◆ Exercise details
No pictures belong in the copy. Restate the rest of the data exactly.

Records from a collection
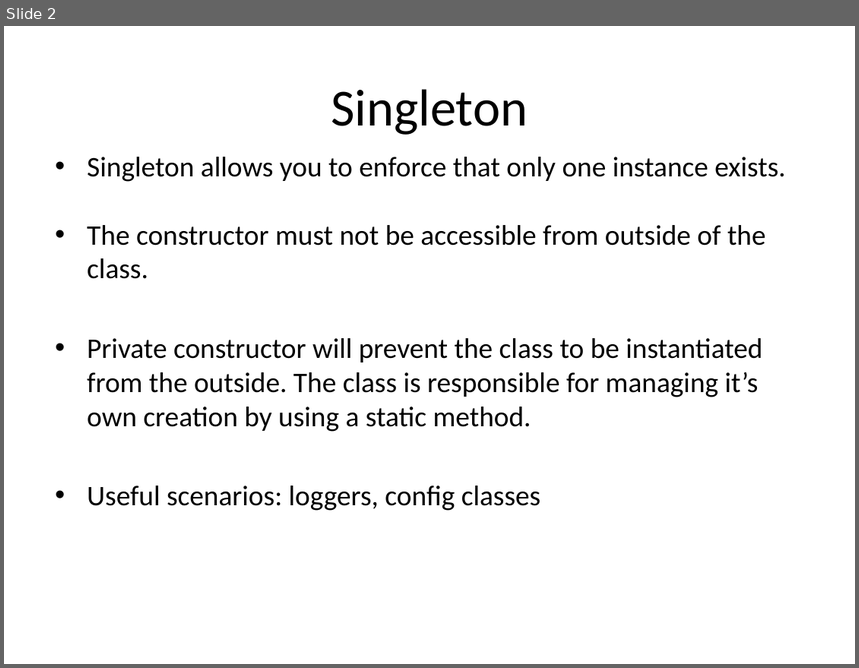
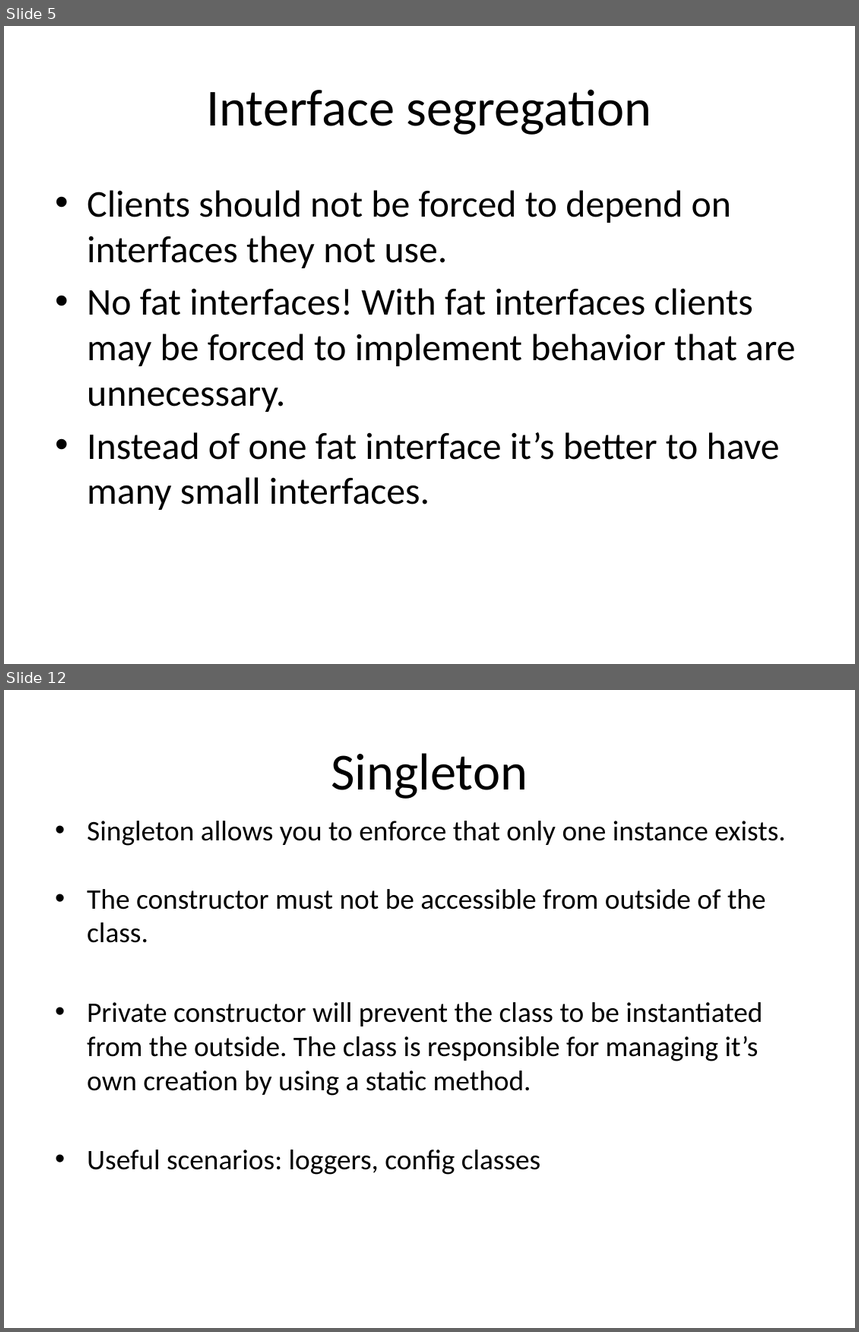
Before and after one commit to BBK-SDP-2015-kokamo01/Design-Patterns, a slide deck: slides/designPatterns.pptx. Shown one above the other, each under a label of ours: slide 2 before the commit, slides 5 and 12 after it; the slides between them are not shown. The pictures are 859x668 and 859x1332 pixels, drawn with LibreOffice and Linux fonts; fonts in the diff are those of the drawing. Boxes give left, top, right and bottom in pixels: in the first picture for what was removed or moved away, otherwise in the second. Text is boxed around its words. In the diff, an @@ line names an element or a change of style, - is before the commit and + after.

```diff
--- a/slides/designPatterns.pptx
+++ b/slides/designPatterns.pptx
@@ slide 5 added at <box>4,26,855,664</box>, background #FFFFFF @@
@@ title added at <box>206,89,652,135</box>, 44 pt, text #000000 @@
+Interface segregation
@@ text added at <box>87,190,795,510</box>, 32 pt, text #000000 @@
+• Clients should not be forced to depend on interfaces they not use.
+• No fat interfaces! With fat interfaces clients may be forced to implement behavior that are unnecessary.
+• Instead of one fat interface it’s better to have many small interfaces.
@@ what was slide 2 is now slide 12 @@
```
Also in this commit, not shown: 1 slide changed, 10 other slides added, 14 other files.

◆ Result for this task
Before and after one commit to BBK-SDP-2015-kokamo01/Design-Patterns, a slide deck: slides/designPatterns.pptx. Shown one above the other, each under a label of ours: slide 2 before the commit, slides 5 and 12 after it; the slides between them are not shown. The pictures are 859x668 and 859x1332 pixels, drawn with LibreOffice and Linux fonts; fonts in the diff are those of the drawing. Boxes give left, top, right and bottom in pixels: in the first picture for what was removed or moved away, otherwise in the second. Text is boxed around its words. In the diff, an @@ line names an element or a change of style, - is before the commit and + after.

```diff
--- a/slides/designPatterns.pptx
+++ b/slides/designPatterns.pptx
@@ slide 5 added at <box>4,26,855,664</box>, background #FFFFFF @@
@@ title added at <box>206,89,652,135</box>, 44 pt, text #000000 @@
+Interface segregation
@@ text added at <box>87,190,795,510</box>, 32 pt, text #000000 @@
+• Clients should not be forced to depend on interfaces they not use.
+• No fat interfaces! With fat interfaces clients may be forced to implement behavior that are unnecessary.
+• Instead of one fat interface it’s better to have many small interfaces.
@@ what was slide 2 is now slide 12 @@
```
Also in this commit, not shown: 1 slide changed, 10 other slides added, 14 other files.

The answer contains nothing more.